#### PROBLEM TO WORK ON:
Among the lines below, copy each one in which "hexagon" appears.

(Stored records)
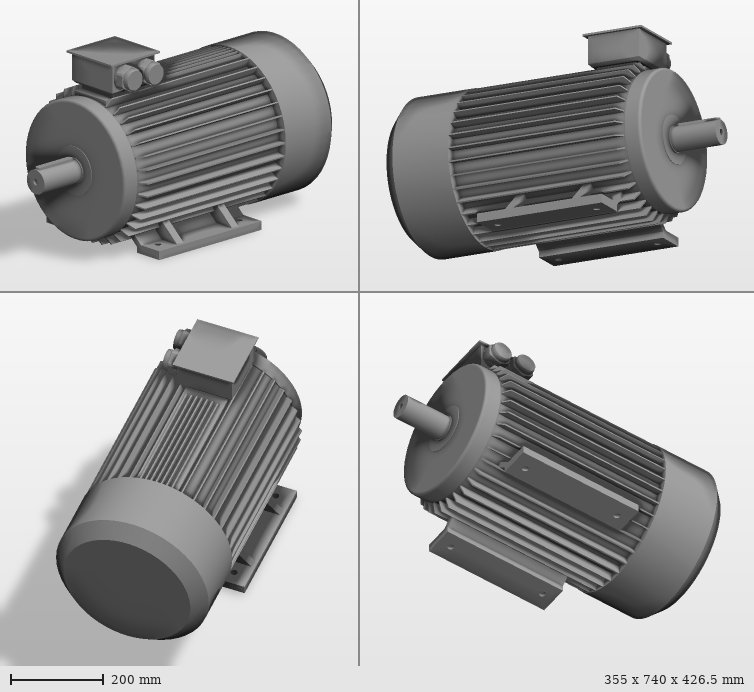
import cadquery as cq
import math


OVERLAP = 4.0

SHAFT_DIAMETER = 55.5
SHAFT_LENGTH = 110.0
CENTRE_HOLE_DIAMETER = 14.0
CENTRE_HOLE_DEPTH = 15.0
CENTRE_HOLE_TIP = 4.5
KEY_WIDTH = 15.5
KEY_LENGTH = 104.0
KEY_TOP_Z = 32.5
COLLAR_DIAMETER = 60.0
SEAL_DIAMETER = 110.0
SEAL_FACE_Y = 4.0

SHIELD_DIAMETER = 315.0
SHIELD_FACE_Y = 5.0
SHIELD_BACK_Y = 43.0
SHIELD_EDGE_RADIUS = 7.0

FRAME_DIAMETER = 310.0
COWL_DIAMETER = 355.0
COWL_FRONT_Y = 464.0
REAR_Y = 740 - SHAFT_LENGTH
COWL_BEVEL = 30.0

FIN_PITCH_ANGLE = 10
FIN_COUNT = 360 // FIN_PITCH_ANGLE
TOP_GAP_HALF_ANGLE = 15
FIN_THICKNESS = 3.3
FIN_TIP_RADIUS = 176.0
FIN_FRONT_Y = 46.5
FIN_BEVEL_LENGTH = 11.0
FIN_BEVEL_DEPTH = 17.0

PAD_WIDTH = 98.0
PAD_Z = 160.0
PAD_FRONT_Y = 52.0
PAD_FIN_PITCH = PAD_WIDTH / 8
PAD_FINS_PER_SIDE = 3
PAD_FIN_FRONT_Y = 187.0
PAD_FIN_TIP_RADIUS = 175.0
PAD_FIN_BEVEL = 9.5

BOX_CENTRE_Y = 120.0
BOX_WIDTH = 127.0
BOX_LENGTH = 125.0
BOX_BOTTOM_Z = 172.5
BOX_BEVEL = 7.0
LID_WIDTH = 142.0
LID_LENGTH = 143.5
LID_TOP_Z = 246.5
LID_THICKNESS = 4.5
PEDESTAL_LENGTH = 95.0

GLAND_SPACING = 62.0
GLAND_Z = 210.0
GLAND_NECK_DIAMETER = 55.0
GLAND_HEX_ACROSS_FLATS = 52.5
GLAND_HEX_CORNER_CUT = 3.0
GLAND_HEX_END_BEVEL = 1.5
GLAND_CAP_DIAMETER = 47.0
GLAND_HEX_START_X = 69.5
GLAND_HEX_END_X = 89.5
GLAND_END_X = 102.0
GLAND_BEVEL_LENGTH = 4.5
GLAND_BEVEL_DEPTH = 1.5

FOOT_BOTTOM_Z = -180.0
FOOT_HEIGHT = 20.0
FOOT_OUTER_X = 177.5
FOOT_INNER_X = 107.0
FOOT_CENTRE_Y = 240.5
FOOT_LENGTH = 303.5
FOOT_SLOPE = 41
WEB_INNER_DROP = 6.0
WEB_OUTER_X = 120.5
WEB_END_X = 81.5
GUSSET_OUTER_X = 169.5
GUSSET_END_X = 103.5
GUSSET_THICKNESS = 19.0
GUSSET_SPACING = 163.0
FOOT_HOLE_DIAMETER = 15.0
FOOT_HOLE_X = 140.5
FOOT_HOLE_SPACING = 241.0


def cylinder(diameter, y_start, y_end):
    """Cylinder about the shaft axis between two Y positions."""
    base = cq.Workplane("XZ", origin=(0, y_start, 0)).circle(diameter / 2)
    return base.extrude(y_start - y_end)


def block(width, length, height, centre_y, bottom_z):
    """Upright block centred on X = 0."""
    base = cq.Workplane("XY", origin=(0, centre_y, bottom_z)).rect(width, length)
    return base.extrude(height)


def make_shaft():
    shaft = cylinder(SHAFT_DIAMETER, -SHAFT_LENGTH, SHIELD_BACK_Y)
    shaft = shaft.union(cylinder(COLLAR_DIAMETER, 0, SHIELD_BACK_Y))
    shaft = shaft.union(cylinder(SEAL_DIAMETER, SEAL_FACE_Y, SHIELD_BACK_Y))

    key = (
        cq.Workplane("XY", origin=(0, -SHAFT_LENGTH / 2, 0))
        .slot2D(KEY_LENGTH, KEY_WIDTH, 90)
        .extrude(KEY_TOP_Z)
    )

    hole_radius = CENTRE_HOLE_DIAMETER / 2
    hole_end_y = CENTRE_HOLE_DEPTH - SHAFT_LENGTH
    centre_hole = (
        cq.Workplane("XY")
        .moveTo(0, -SHAFT_LENGTH)
        .lineTo(hole_radius, -SHAFT_LENGTH)
        .lineTo(hole_radius, hole_end_y)
        .lineTo(0, hole_end_y + CENTRE_HOLE_TIP)
        .close()
        .revolve(360, (0, 0, 0), (0, 1, 0))
    )
    return shaft.union(key).cut(centre_hole)


def make_housing():
    """End shield, frame and fan cowl, revolved as one profile."""
    shield_radius = SHIELD_DIAMETER / 2
    frame_radius = FRAME_DIAMETER / 2
    cowl_radius = COWL_DIAMETER / 2
    return (
        cq.Workplane("XY")
        .moveTo(0, SHIELD_FACE_Y)
        .lineTo(shield_radius - SHIELD_EDGE_RADIUS, SHIELD_FACE_Y)
        .tangentArcPoint((shield_radius, SHIELD_FACE_Y + SHIELD_EDGE_RADIUS), relative=False)
        .lineTo(shield_radius, SHIELD_BACK_Y)
        .lineTo(frame_radius, SHIELD_BACK_Y)
        .lineTo(frame_radius, COWL_FRONT_Y)
        .lineTo(cowl_radius, COWL_FRONT_Y)
        .lineTo(cowl_radius, REAR_Y - COWL_BEVEL)
        .lineTo(cowl_radius - COWL_BEVEL, REAR_Y)
        .lineTo(0, REAR_Y)
        .close()
        .revolve(360, (0, 0, 0), (0, 1, 0))
    )


def make_fin(root_z, tip_z, front_y, bevel_length, bevel_depth):
    """Fin standing up along +Z, with a bevelled front end."""
    rear_y = COWL_FRONT_Y + OVERLAP
    return (
        cq.Workplane("YZ")
        .moveTo(front_y, root_z - OVERLAP)
        .lineTo(front_y, tip_z - bevel_depth)
        .lineTo(front_y + bevel_length, tip_z)
        .lineTo(rear_y, tip_z)
        .lineTo(rear_y, root_z - OVERLAP)
        .close()
        .extrude(FIN_THICKNESS / 2, both=True)
    )


def add_radial_fins(body):
    root_z = FRAME_DIAMETER / 2
    fin = make_fin(root_z, FIN_TIP_RADIUS, FIN_FRONT_Y, FIN_BEVEL_LENGTH, FIN_BEVEL_DEPTH)
    for index in range(FIN_COUNT):
        angle = index * FIN_PITCH_ANGLE
        if min(angle, 360 - angle) > TOP_GAP_HALF_ANGLE:
            body = body.union(fin.rotate((0, 0, 0), (0, 1, 0), angle))
    return body


def add_pad(body):
    """Flat pad on top with parallel fins, each cut to the height of the tip circle."""
    pad_length = COWL_FRONT_Y - PAD_FRONT_Y
    pad = block(PAD_WIDTH, pad_length, PAD_Z, PAD_FRONT_Y + pad_length / 2, 0)
    body = body.union(pad)
    for index in range(-PAD_FINS_PER_SIDE, PAD_FINS_PER_SIDE + 1):
        fin_x = index * PAD_FIN_PITCH
        tip_z = math.sqrt(PAD_FIN_TIP_RADIUS**2 - fin_x**2)
        fin = make_fin(PAD_Z, tip_z, PAD_FIN_FRONT_Y, PAD_FIN_BEVEL, PAD_FIN_BEVEL)
        body = body.union(fin.translate((fin_x, 0, 0)))
    return body


def make_gland(centre_y):
    """Cable gland pointing to +X: round neck, hexagon and round cap."""
    plane = cq.Workplane("YZ", origin=(0, centre_y, GLAND_Z))
    inner_x = BOX_WIDTH / 2 - OVERLAP
    neck = plane.workplane(offset=inner_x).circle(GLAND_NECK_DIAMETER / 2)
    neck = neck.extrude(GLAND_HEX_START_X + OVERLAP - inner_x)

    corner_to_corner = GLAND_HEX_ACROSS_FLATS / math.cos(math.radians(30))
    hexagon = (
        plane.workplane(offset=GLAND_HEX_START_X)
        .polygon(6, corner_to_corner)
        .extrude(GLAND_HEX_END_X - GLAND_HEX_START_X)
        .edges("|X")
        .chamfer(GLAND_HEX_CORNER_CUT)
        .faces(">X")
        .chamfer(GLAND_HEX_END_BEVEL)
        .rotate((0, centre_y, GLAND_Z), (1, centre_y, GLAND_Z), 90)
    )

    cap = plane.workplane(offset=inner_x).circle(GLAND_CAP_DIAMETER / 2)
    cap = cap.extrude(GLAND_END_X - inner_x)
    cap = cap.faces(">X").chamfer(GLAND_BEVEL_LENGTH, GLAND_BEVEL_DEPTH)
    return neck.union(hexagon).union(cap)


def make_terminal_box():
    lid_bottom_z = LID_TOP_Z - LID_THICKNESS
    box = block(BOX_WIDTH, BOX_LENGTH, lid_bottom_z - BOX_BOTTOM_Z, BOX_CENTRE_Y, BOX_BOTTOM_Z)
    box = box.faces("<Z").chamfer(BOX_BEVEL)
    box = box.union(block(LID_WIDTH, LID_LENGTH, LID_THICKNESS, BOX_CENTRE_Y, lid_bottom_z))

    pedestal_bottom_z = PAD_Z - OVERLAP
    pedestal_height = BOX_BOTTOM_Z - pedestal_bottom_z
    pedestal = block(PAD_WIDTH, PEDESTAL_LENGTH, pedestal_height, BOX_CENTRE_Y, pedestal_bottom_z)
    box = box.union(pedestal)

    for side in (-1, 1):
        box = box.union(make_gland(BOX_CENTRE_Y + side * GLAND_SPACING / 2))
    return box


def make_sloped_wall(outline, thickness, centre_y):
    """Wall of the given XZ outline, centred on one Y position."""
    wall = cq.Workplane("XZ", origin=(0, centre_y, 0)).polyline(outline).close()
    return wall.extrude(thickness / 2, both=True)


def make_foot():
    """Foot on the +X side: plate, sloped web along it and two gussets on the web."""
    top_z = FOOT_BOTTOM_Z + FOOT_HEIGHT
    width = FOOT_OUTER_X - FOOT_INNER_X
    foot = block(width, FOOT_LENGTH, FOOT_HEIGHT, FOOT_CENTRE_Y, FOOT_BOTTOM_Z)
    foot = foot.translate((FOOT_INNER_X + width / 2, 0, 0))

    def rise_to(end_x, start_x):
        """Height gained along the slope between two X positions."""
        return (start_x - end_x) * math.tan(math.radians(FOOT_SLOPE))

    under_start = (FOOT_INNER_X, top_z - WEB_INNER_DROP)
    under_end = (WEB_END_X, top_z - WEB_INNER_DROP + rise_to(WEB_END_X, FOOT_INNER_X))
    web_outline = [
        under_start,
        (WEB_OUTER_X, under_start[1]),
        (WEB_OUTER_X, top_z),
        (WEB_END_X, top_z + rise_to(WEB_END_X, WEB_OUTER_X)),
        under_end,
    ]
    foot = foot.union(make_sloped_wall(web_outline, FOOT_LENGTH, FOOT_CENTRE_Y))

    gusset_outline = [
        under_start,
        (GUSSET_OUTER_X, under_start[1]),
        (GUSSET_OUTER_X, top_z),
        (GUSSET_END_X, top_z + rise_to(GUSSET_END_X, GUSSET_OUTER_X)),
        under_end,
    ]
    for side in (-1, 1):
        gusset_y = FOOT_CENTRE_Y + side * GUSSET_SPACING / 2
        foot = foot.union(make_sloped_wall(gusset_outline, GUSSET_THICKNESS, gusset_y))

    holes = (
        cq.Workplane("XY", origin=(FOOT_HOLE_X, FOOT_CENTRE_Y, FOOT_BOTTOM_Z))
        .rarray(7.5, FOOT_HOLE_SPACING, 1, 2)
        .circle(FOOT_HOLE_DIAMETER / 2)
        .extrude(FOOT_HEIGHT)
    )
    return foot.cut(holes)


result = add_pad(add_radial_fins(make_housing()))
result = result.union(make_shaft()).union(make_terminal_box())
right_foot = make_foot()
result = result.union(right_foot).union(right_foot.mirror("YZ"))

#### SOLUTION BELOW:
    """Cable gland pointing to +X: round neck, hexagon and round cap."""
    hexagon = (
    return neck.union(hexagon).union(cap)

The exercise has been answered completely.